Task scheduling and Priority

Jake · October 2, 2024, 3:12pm

I have a package that both collects data and analyzes the data. These parts are separated, with the data acquisition function periodically collecting data and writing this data to a file. The analysis function looks for a new data file, and when it exists, then it reads and processes the data file. Both functions run continuously, with the acquire function running in a separate thread using the @spawn command.

These tasks are run on separate threads using the following code:

function main()::Cint
    try
        #separate thread for acquiring data
        Threads.@spawn acquire()
        # main thread to process the files acquired
        autorun()
    catch
        Base.invokelatest(Base.display_error, Base.catch_stack())
        return 1
    end
    return 0
end

The function is written with the intent to use it for the PackageCompiler, but that has not been tested yet.

The machine is a PI 4 with 8 GB of RAM. The acquire portion only takes a couple percent of the CPU. The main work of acquisition is performed by PI HATS and the main bottleneck in this is reading the data from the HAT and writing it to a file, in my case an Arrow file. If this fails, then there is a buffer overrun error message.

With some testing, the acquire function running on its own works well. However when it is acquiring data at the same time that the PI is processing another data file, I can get the buffer overrun error and in one case the program hung.

Linux has a way of setting process priority, is there a way I can do this in Julia for tasks? Or is there something else that I am missing?

Sukera · October 2, 2024, 3:40pm

How many threads are you starting julia with? Usually you need to pass a -t argument.
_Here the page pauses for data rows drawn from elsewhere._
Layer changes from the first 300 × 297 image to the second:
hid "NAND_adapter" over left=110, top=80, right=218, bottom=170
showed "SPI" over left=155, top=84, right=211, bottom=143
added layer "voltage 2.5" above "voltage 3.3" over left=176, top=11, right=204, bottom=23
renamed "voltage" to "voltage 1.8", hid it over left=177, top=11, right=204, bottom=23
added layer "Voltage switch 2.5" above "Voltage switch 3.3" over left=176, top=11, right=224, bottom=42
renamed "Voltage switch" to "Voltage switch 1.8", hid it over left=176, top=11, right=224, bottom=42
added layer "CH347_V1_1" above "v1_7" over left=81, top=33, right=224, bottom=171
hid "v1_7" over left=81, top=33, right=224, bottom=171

Also, note that Threads.@spawn doesn’t itself spawn an OS thread. It just spawns a julia Task, which will be scheduled on any available OS thread (which are currently created during startup). There is no priority setting for Tasks, the scheduler is cooperative; there is no preemption.
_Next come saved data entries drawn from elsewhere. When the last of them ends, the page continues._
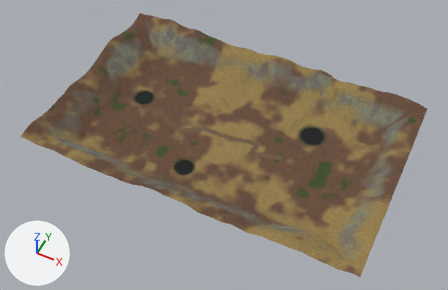
Renders of the glTF model Engine/O3DE/DarkArisen/Assets/Art/Models/SM_Art_Terrain_L_TheNorthernOath.gltf from each side of a commit.
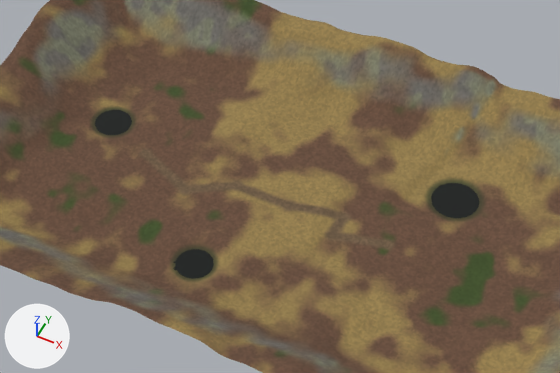
Each version appears first whole from a 50 mm camera at (89.0, -259.0, 316.0) aimed at (-37.0, -9.0, 3.0), and next in a close-up on the part from 20% to 81% of the width and 13% to 76% of the height. Arrows for +X, +Y and +Z are at lower left; the lights stay in place. The last two pictures show the newer version.

The first close-up shows 'SM_Art_Terrain_L_TheNorthernOath'.
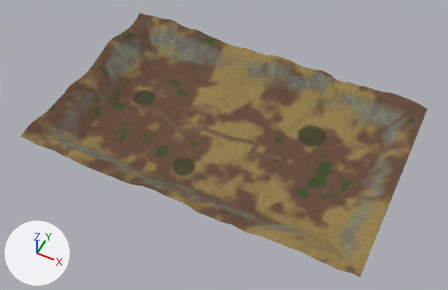
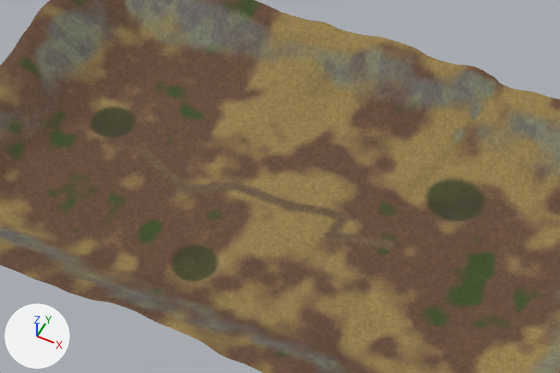
What the commit changed:
me_sm_art_terrain_l_thenorthernoath is used by ob_sm_art_terrain_l_thenorthernoath; location (0.0, 0.0, 0.0).
me_sm_art_terrain_l_thenorthernoath had 8787 vertices, 17104 faces and spanned x -152.0..78.0, y -74.0..74.0, z -2.0..22.0.
me_sm_art_terrain_l_thenorthernoath now has 8700 vertices, 17020 faces and spans x -152.0..78.0, y -74.0..74.0, z -2.0..22.0.
me_sm_art_terrain_l_thenorthernoath part 1: the loose piece of 29 vertices spanning x -118.0..-103.0, y 1.0..16.0, z 1.0 is deleted.
me_sm_art_terrain_l_thenorthernoath part 2: the loose piece of 29 vertices spanning x 3.0..22.0, y 21.0..39.0, z -2.0 is deleted.
me_sm_art_terrain_l_thenorthernoath part 3: the loose piece of 29 vertices spanning x -59.0..-45.0, y -43.0..-29.0, z 1.0 is deleted.
me_sm_art_terrain_l_thenorthernoath no longer uses material mat_m_art_pondwater (black #030a06).

Pixel boxes [x1, y1, x2, y2] of what changed, in the close-ups (560 x 373 px):
part 1 of me_sm_art_terrain_l_thenorthernoath, deleted (black)
    before: [95, 110, 132, 135]
part 2 of me_sm_art_terrain_l_thenorthernoath, deleted (black)
    before: [431, 183, 479, 218]
part 3 of me_sm_art_terrain_l_thenorthernoath, deleted (black)
    before: [173, 249, 214, 279]

Jake · October 2, 2024, 4:51pm

The PI has 4 cores and I am starting it with julia -t3 --project=.

Is there another way to set priorities in Julia?

Sukera · October 2, 2024, 6:40pm

As I said, there is no Task-priority mechanism. Julia Tasks are cooperative, which means they run until they yield to the scheduler.

Can you share a bit more of your code? You mentioned that you get a buffer overrun error, do you have a stacktrace/concrete error message?

Jake · October 2, 2024, 7:38pm

The HAT is an MCC172 HAT for the PI. It has a C developed .so library to access its functions. I ccall into that code from julia to access its functions using the MccDaqHats package. The complete code I am using is very similar to the example file given in the MccDaqHats package. The initial code sets up the HATS and then when it is acquiring the data it calls the following code snippet:

while total_samples_read < totalsamplesperchan
            
    # read and process data a HAT at a time
    for hu in hatuse
        resultcode, statuscode, result, samples_read = 
            mcc172_a_in_scan_read(hu.address, readrequestsize, hu.numchanused, timeout)
        # Can do a check on result_code
        @debug "resultcode is $resultcode, statuscode is $statuscode, samples_read is $samples_read"
        # Check for an overrun error
        status = mcc172_status_decode(statuscode)
        if status.hardwareoverrun
            error("Hardware overrun")
        elseif status.bufferoverrun
            error("Buffer overrun")
        elseif !status.triggered
            error("Measurement not triggered")
        elseif !status.running
            error("Measurement not running")
        elseif samples_read ≠ readrequestsize
            error("Samples read was $samples_read and requested size is $readrequestsize")
        end

        # Get the right column(s) for the channel(s) on this hat
        if hu.chanmask == 0x01
            chan = hu.measchannel1
        elseif hu.chanmask == 0x02
            chan = hu.measchannel2
        elseif hu.chanmask == 0x03
            chan = [hu.measchannel1 hu.measchannel2]
        else
            error("Channel mask is incorrect")
        end
        @debug "On hat $(hu.adress) the channels used are $chan"

        # deinterleave the data and put in temporary matrix or hdf dataset
        scanresult[1:readrequestsize,chan] = deinterleave(result, hu.numchanused)
    end

    # convert matrix to a Table and write to Arrow formatted Data
    write && Arrow.write(writer, Tables.table(scanresult))
    total_samples_read += readrequestsize
    @debug "Total samples read for scan: $total_samples_read"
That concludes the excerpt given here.